__REQUIREMENT__.
Which of the lines in the listing that follows hold "産学連携"? Pull each one out.

============

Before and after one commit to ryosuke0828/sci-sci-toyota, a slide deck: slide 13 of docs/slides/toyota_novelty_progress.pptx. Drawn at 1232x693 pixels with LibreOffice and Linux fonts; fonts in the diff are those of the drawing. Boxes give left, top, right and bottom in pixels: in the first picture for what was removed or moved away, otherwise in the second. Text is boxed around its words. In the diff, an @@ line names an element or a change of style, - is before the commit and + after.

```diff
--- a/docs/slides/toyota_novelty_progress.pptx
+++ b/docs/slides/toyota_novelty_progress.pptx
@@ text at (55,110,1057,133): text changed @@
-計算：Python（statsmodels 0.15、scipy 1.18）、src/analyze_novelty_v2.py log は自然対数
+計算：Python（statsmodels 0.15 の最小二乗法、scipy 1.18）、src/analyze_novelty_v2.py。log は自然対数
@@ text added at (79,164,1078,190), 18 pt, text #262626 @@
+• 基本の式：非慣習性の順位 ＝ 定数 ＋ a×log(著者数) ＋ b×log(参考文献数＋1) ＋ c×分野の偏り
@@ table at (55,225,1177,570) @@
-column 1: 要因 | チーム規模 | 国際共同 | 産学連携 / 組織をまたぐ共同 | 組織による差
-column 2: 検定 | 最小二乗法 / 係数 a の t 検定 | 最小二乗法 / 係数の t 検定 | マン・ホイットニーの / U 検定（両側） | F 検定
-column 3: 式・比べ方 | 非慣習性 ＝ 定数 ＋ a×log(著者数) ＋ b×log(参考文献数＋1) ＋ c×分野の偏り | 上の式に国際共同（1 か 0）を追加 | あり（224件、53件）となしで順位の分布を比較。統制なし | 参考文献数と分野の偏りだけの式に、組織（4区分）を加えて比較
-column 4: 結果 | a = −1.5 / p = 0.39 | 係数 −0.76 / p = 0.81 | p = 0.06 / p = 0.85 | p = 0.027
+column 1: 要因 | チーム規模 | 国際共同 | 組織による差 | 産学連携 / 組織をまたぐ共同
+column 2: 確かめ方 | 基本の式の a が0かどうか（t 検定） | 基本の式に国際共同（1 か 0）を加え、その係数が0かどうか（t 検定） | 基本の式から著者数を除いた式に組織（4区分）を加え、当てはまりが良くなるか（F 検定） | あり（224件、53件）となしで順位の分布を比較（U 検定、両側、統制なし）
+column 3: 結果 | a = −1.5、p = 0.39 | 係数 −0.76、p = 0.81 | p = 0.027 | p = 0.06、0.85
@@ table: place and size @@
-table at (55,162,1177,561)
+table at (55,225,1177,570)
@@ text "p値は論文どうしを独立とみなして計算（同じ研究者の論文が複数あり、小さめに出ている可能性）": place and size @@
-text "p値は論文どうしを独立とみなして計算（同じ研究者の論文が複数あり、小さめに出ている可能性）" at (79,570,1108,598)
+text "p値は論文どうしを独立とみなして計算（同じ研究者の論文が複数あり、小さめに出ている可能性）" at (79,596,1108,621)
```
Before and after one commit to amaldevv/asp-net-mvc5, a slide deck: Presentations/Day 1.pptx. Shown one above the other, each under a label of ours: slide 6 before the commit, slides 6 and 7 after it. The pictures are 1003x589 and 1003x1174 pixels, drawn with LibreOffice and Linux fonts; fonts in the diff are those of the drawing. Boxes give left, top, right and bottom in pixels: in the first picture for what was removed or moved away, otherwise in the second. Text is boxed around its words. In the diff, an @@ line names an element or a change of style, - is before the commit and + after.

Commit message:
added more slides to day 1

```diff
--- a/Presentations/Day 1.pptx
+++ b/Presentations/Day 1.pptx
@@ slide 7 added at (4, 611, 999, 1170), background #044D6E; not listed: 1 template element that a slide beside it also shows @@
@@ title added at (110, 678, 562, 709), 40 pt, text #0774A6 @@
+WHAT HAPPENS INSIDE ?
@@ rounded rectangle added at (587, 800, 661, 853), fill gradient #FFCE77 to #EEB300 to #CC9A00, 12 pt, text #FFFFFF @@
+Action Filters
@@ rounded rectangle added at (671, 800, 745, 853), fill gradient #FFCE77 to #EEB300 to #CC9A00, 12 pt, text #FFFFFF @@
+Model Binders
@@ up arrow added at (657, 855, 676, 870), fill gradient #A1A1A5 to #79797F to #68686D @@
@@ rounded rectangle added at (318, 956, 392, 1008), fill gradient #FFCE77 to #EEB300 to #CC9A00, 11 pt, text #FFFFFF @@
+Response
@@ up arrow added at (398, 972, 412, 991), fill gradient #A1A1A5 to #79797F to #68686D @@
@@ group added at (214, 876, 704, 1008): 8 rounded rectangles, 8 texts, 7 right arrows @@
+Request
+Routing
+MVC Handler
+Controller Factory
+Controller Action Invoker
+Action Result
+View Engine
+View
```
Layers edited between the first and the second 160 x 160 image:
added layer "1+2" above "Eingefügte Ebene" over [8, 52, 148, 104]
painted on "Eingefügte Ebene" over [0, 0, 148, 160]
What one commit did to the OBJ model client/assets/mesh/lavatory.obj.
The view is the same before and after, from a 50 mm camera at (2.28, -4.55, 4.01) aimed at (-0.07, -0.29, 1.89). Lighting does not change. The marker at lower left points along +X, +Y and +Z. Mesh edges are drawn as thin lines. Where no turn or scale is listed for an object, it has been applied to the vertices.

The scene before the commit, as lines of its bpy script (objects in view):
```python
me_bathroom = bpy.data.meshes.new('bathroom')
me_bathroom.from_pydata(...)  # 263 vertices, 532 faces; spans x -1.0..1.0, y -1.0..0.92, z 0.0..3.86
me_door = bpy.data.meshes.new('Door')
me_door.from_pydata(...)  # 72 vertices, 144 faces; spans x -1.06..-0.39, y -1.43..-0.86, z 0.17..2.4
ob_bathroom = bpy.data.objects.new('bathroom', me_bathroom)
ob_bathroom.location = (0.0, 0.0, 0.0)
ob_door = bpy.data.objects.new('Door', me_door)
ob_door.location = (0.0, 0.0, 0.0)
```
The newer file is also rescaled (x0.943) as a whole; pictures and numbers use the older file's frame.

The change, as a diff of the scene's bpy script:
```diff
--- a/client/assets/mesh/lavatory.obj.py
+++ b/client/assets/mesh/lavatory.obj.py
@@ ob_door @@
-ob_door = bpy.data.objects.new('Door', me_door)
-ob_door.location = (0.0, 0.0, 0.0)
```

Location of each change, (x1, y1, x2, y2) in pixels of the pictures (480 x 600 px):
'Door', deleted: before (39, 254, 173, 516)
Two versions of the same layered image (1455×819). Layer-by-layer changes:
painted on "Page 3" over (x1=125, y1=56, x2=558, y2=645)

============

__YOUR SOLUTION__.
-column 1: 要因 | チーム規模 | 国際共同 | 産学連携 / 組織をまたぐ共同 | 組織による差
+column 1: 要因 | チーム規模 | 国際共同 | 組織による差 | 産学連携 / 組織をまたぐ共同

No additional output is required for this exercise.